Exercise instructions: From the records that follow, copy every line in which "instantiate" appears.

Saved data entries:
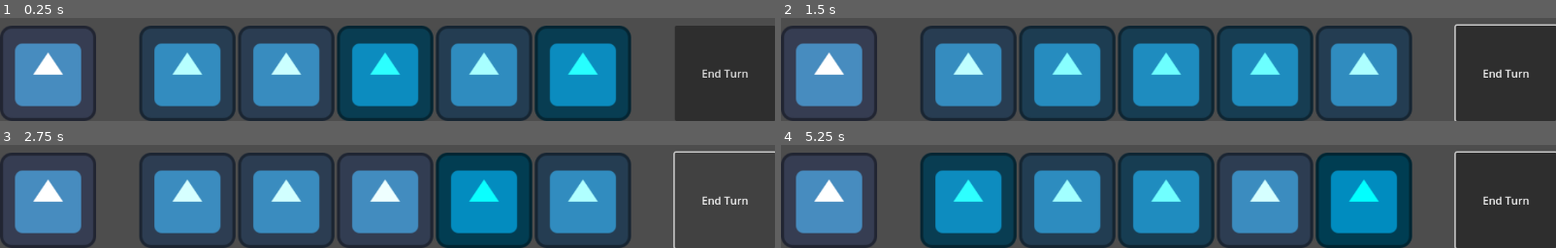
Above: before the commit, frames 1-4 (two rows, left to right).
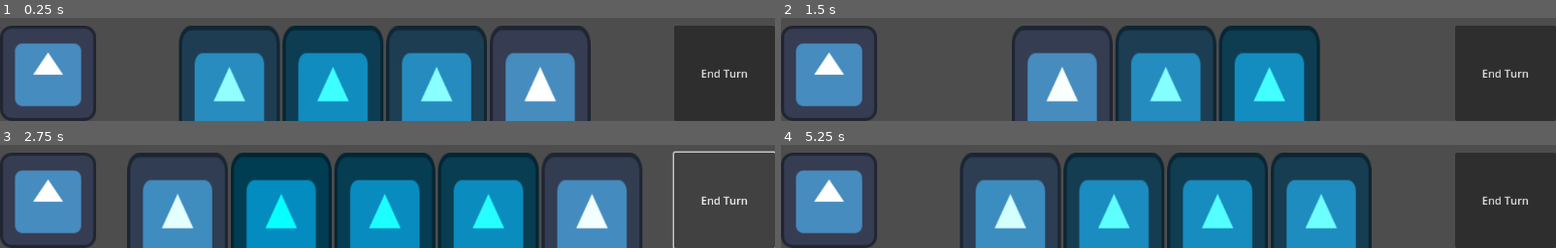
Above: after the commit, the same moments.

Repository: MichaelRRyan/GGJ-2025
Game: Godot game, scene res://Gameplay/gameplay.tscn
The game is run twice, just before and just after one commit, with the same random seed, the same clock (stepped at 60 frames per second) and the same inputs. The engine's default icon, where the game draws it, is replaced by a stand-in: a white triangle on a blue panel in a dark square.
Inputs (mouse positions are in pixels of both pictures, inside the frame that each line leads up to):
- Up to frame 1 (0.25 s): no input
- Up to frame 2 (1.5 s): click "End Turn" at 0.5 s; click (1013, 99) at 1.27 s
- Up to frame 3 (2.75 s): click "End Turn" at 2 s
- Up to frame 4 (5.25 s): click (959, 226) at 2.77 s; click "End Turn" at 3.5 s; click (959, 226) at 4.27 s; tap Enter at 5 s; move the mouse to (outside the picture) at 5.02 s

The runs differ from the first frame. In frame 1, 47% of the frame differs, in the area x 18-97%, y 7-100%; in frame 2, 41%; in frame 3, 44%; in frame 4, 48%, in the area x 17-100%, y 5-100%.

Commit message:
Added Play Card & Card Management functionality
* Added basic card hover effects and playing

* Integrated card UI into card manager

Diff:
--- a/Features/CardInterface/card_interface.gd
+++ b/Features/CardInterface/card_interface.gd
@@ -1,17 +1,35 @@
+class_name CardInterface
 extends CanvasLayer
 
 signal turn_ended
+signal card_played(card : Card)
 
 # _ = private
 # s = preloaded Scene
 # n = referenced Node
 
-@onready var _s_PlaceholderCard = preload("res://Features/CardInterface/placeholder_card.tscn")
+# This will be a wrapper class that holds a card and provides hover / click functionality
+@onready var _s_InteractableCard = preload("res://Features/CardInterface/interactable_card.tscn")
 @onready var _n_hand = $CardTray/Hand
 
+
 #-------------------------------------------------------------------------------
+# TODO Move this to card manager
 func shuffle() -> void:
 	pass
+
+
+#-------------------------------------------------------------------------------
+func setup_cards(cards : Array) -> void:
+	_discard_all()
+
+	for card in cards:
+		var interactable : InteractableCard = _s_InteractableCard.instantiate()
+		_n_hand.add_child(interactable)
+
+		interactable.setup(card)
+		interactable.connect("card_played", _on_card_played.bind(interactable))
+		interactable.modulate.r = randf_range(0, 1) # TEMP: Change card colour so we can tell when we draw new cards
 
 
 #-------------------------------------------------------------------------------
@@ -19,26 +37,30 @@
 	var no_cards_to_draw = 5 # We want this info to be coming from somewhere else later
 
 	for _i in no_cards_to_draw:
-		# We will want to replace this with a wrapper class that holds a card
-		# The wrapper class will provide the mouse over / click functionality
-		var card : Control = _s_PlaceholderCard.instantiate()
+		var card : Control = _s_InteractableCard.instantiate()
 		_n_hand.add_child(card)
 
+		card.connect("card_played", _on_card_played.bind(card))
 		card.modulate.r = randf_range(0, 1) # TEMP: Change card colour so we can tell when we draw new cards
 
 
 #-------------------------------------------------------------------------------
 func _end_turn() -> void:
-	var cards = _n_hand.get_children()
-
-	# We can delete while looping in the array because queue_free queues the
-	# delete operation until a later frame
-	for card in cards:
-		card.queue_free() # Deletes the card node
-		# Later we will need to add the card data to the discard pile, but this
-		# will happen in another script.
-
+	_discard_all()
 	turn_ended.emit()
 
 
 #-------------------------------------------------------------------------------
+func _on_card_played(interactable_card : InteractableCard) -> void:
+	# TODO: Need to validate if the card can be played.
+	if is_instance_valid(interactable_card):
+		card_played.emit(interactable_card.get_card())
+		interactable_card.queue_free()
+
+
+#-------------------------------------------------------------------------------
+func _discard_all():
+	var cards = _n_hand.get_children()
+
+	for card in cards:
+		card.queue_free() # Deletes the card UI node
--- a/Features/CardInterface/card_interface.tscn
+++ b/Features/CardInterface/card_interface.tscn
@@ -23,8 +23,8 @@
 expand_mode = 2
 
 [node name="Hand" type="BoxContainer" parent="CardTray"]
-custom_minimum_size = Vector2(800, 0)
 layout_mode = 2
+size_flags_horizontal = 3
 alignment = 1
 
 [node name="EndTurnButton" type="Button" parent="CardTray"]
--- /dev/null
+++ b/Features/CardInterface/interactable_card.gd
@@ -0,0 +1,37 @@
+class_name InteractableCard
+extends Control
+
+signal card_played
+
+var _card : Card = null
+
+
+#-------------------------------------------------------------------------------
+func setup(card : Card) -> void:
+	_card = card
+
+
+#-------------------------------------------------------------------------------
+func get_card() -> Card:
+	return _card
+
+
+#-------------------------------------------------------------------------------
+func _on_mouse_entered() -> void:
+	$TextureButton.position.y = -75
+
+
+#-------------------------------------------------------------------------------
+func _on_mouse_exited() -> void:
+	$TextureButton.position.y = 0
+
+
+#-------------------------------------------------------------------------------
+func _on_pressed() -> void:
+	card_played.emit()
+
+	# TODO: Will need to validate that the card can be played before disabling it
+	$TextureButton.disabled = true # Avoid the player clicking multiple times
+
+
+#-------------------------------------------------------------------------------
--- /dev/null
+++ b/Features/CardInterface/interactable_card.tscn
@@ -0,0 +1,23 @@
+[gd_scene load_steps=3 format=3 uid="uid://b5tgtb8bf22n2"]
+
+[ext_resource type="Texture2D" uid="uid://cop8t73wqabim" path="res://icon.svg" id="1_j40ad"]
+[ext_resource type="Script" path="res://Features/CardInterface/interactable_card.gd" id="1_v5c2u"]
+
+[node name="InteractableCard" type="Control"]
+custom_minimum_size = Vector2(150, 0)
+layout_mode = 3
+anchors_preset = 0
+offset_right = 40.0
+offset_bottom = 40.0
+script = ExtResource("1_v5c2u")
+
+[node name="TextureButton" type="TextureButton" parent="."]
+layout_mode = 0
+offset_right = 150.0
+offset_bottom = 220.0
+texture_normal = ExtResource("1_j40ad")
+stretch_mode = 0
+
+[connection signal="mouse_entered" from="TextureButton" to="." method="_on_mouse_entered"]
+[connection signal="mouse_exited" from="TextureButton" to="." method="_on_mouse_exited"]
+[connection signal="pressed" from="TextureButton" to="." method="_on_pressed"]
--- a/Features/CardInterface/placeholder_card.tscn
+++ /dev/null
@@ -1,7 +0,0 @@
-[gd_scene load_steps=2 format=3 uid="uid://b5tgtb8bf22n2"]
-
-[ext_resource type="Texture2D" uid="uid://cop8t73wqabim" path="res://icon.svg" id="1_j40ad"]
-
-[node name="Card" type="TextureRect"]
-texture = ExtResource("1_j40ad")
-expand_mode = 2
--- a/Features/Cards/CardManager.gd
+++ b/Features/Cards/CardManager.gd
@@ -1,4 +1,10 @@
 extends Node
+
+var _draw_deck := Deck.new()
+var _discard_deck := Deck.new()
+var _hand_cards := []
+var _max_hand_size : int = 5
+
 
 func create_card(name: String, description: String, effect: Effect) -> Card:
 	# Create the card with the name, description and assign the effect
@@ -11,9 +17,6 @@
 
 
 func _ready():
-	var deck = Deck.new()
-
-	var player = get_parent().get_node("Player")
 	var spirit = get_parent().get_node("Spirit")
 
 	# Create a damage card that damage the Spirit
@@ -21,8 +24,38 @@
 	damage_effect.target = spirit
 	var damage_card_spirit = create_card("DamageCard", "Deal damage to the player.", damage_effect)
 
-	deck.add_card(damage_card_spirit)
+	_draw_deck.add_card(damage_card_spirit)
+	_draw_deck.add_card(damage_card_spirit)
+	_draw_deck.add_card(damage_card_spirit)
+	_draw_deck.add_card(damage_card_spirit)
 
-	var card = deck.draw()
-	if card:
-		card.play()
+
+#-------------------------------------------------------------------------------
+func draw_cards():
+	_hand_cards.append_array(_draw_deck.draw(_max_hand_size))
+
+	# If the deck runs out, reshuffle the discard pile and redraw
+	if _hand_cards.size() < _max_hand_size:
+		var discards : Array = _discard_deck.draw(1000) # Rediculously high number so all cards are drawn
+		_draw_deck.add_cards(discards)
+		_hand_cards.append_array(_draw_deck.draw(_max_hand_size - _hand_cards.size()))
+
+	# Represent the cards in the UI.
+	var card_interface : CardInterface = get_parent().get_node("CardInterface")
+	card_interface.setup_cards(_hand_cards) # Need to move this 5 into a variable
+
+
+#-------------------------------------------------------------------------------
+func play_card(card : Card):
+	card.play()
+	_discard_deck.add_card(card)
+	_hand_cards.erase(card) # Doesn't delete the card, just removes it from the hand.
+
+
+#-------------------------------------------------------------------------------
+func _on_card_interface_turn_ended() -> void:
+	_discard_deck.add_cards(_hand_cards)
+	_hand_cards.clear()
+
+
+#-------------------------------------------------------------------------------
--- a/Features/Cards/Deck.gd
+++ b/Features/Cards/Deck.gd
@@ -1,14 +1,24 @@
 extends Node
 class_name Deck
 
-var cards: Array = []
+var _cards: Array = []
 
 func add_card(card: Card):
-	cards.append(card)
+	_cards.append(card)
 
-func draw() -> Card:
-	if cards.size() > 0:
-		return cards.pop_front()
-	else:
-		print("Deck is empty!")
-		return null
+
+func add_cards(cards : Array) -> void:
+	_cards.append_array(cards)
+
+
+func draw(num_cards : int) -> Array:
+	var draw_cards = []
+
+	for _i in num_cards:
+		if not _cards.is_empty():
+			draw_cards.append(_cards.pop_front())
+		else:
+			print("Deck is empty!")
+			break
+
+	return draw_cards
--- a/Gameplay/gameplay.tscn
+++ b/Gameplay/gameplay.tscn
@@ -26,5 +26,7 @@
 [node name="Deck" type="Node" parent="CardManager"]
 script = ExtResource("3_1wbub")
 
-[connection signal="draw_cards" from="TurnManager" to="CardInterface" method="draw_cards"]
+[connection signal="draw_cards" from="TurnManager" to="CardManager" method="draw_cards"]
+[connection signal="card_played" from="CardInterface" to="CardManager" method="play_card"]
 [connection signal="turn_ended" from="CardInterface" to="TurnManager" method="_on_card_interface_turn_ended"]
+[connection signal="turn_ended" from="CardInterface" to="CardManager" method="_on_card_interface_turn_ended"]

Worked solution:
+		var interactable : InteractableCard = _s_InteractableCard.instantiate()
-		var card : Control = _s_PlaceholderCard.instantiate()
+		var card : Control = _s_InteractableCard.instantiate()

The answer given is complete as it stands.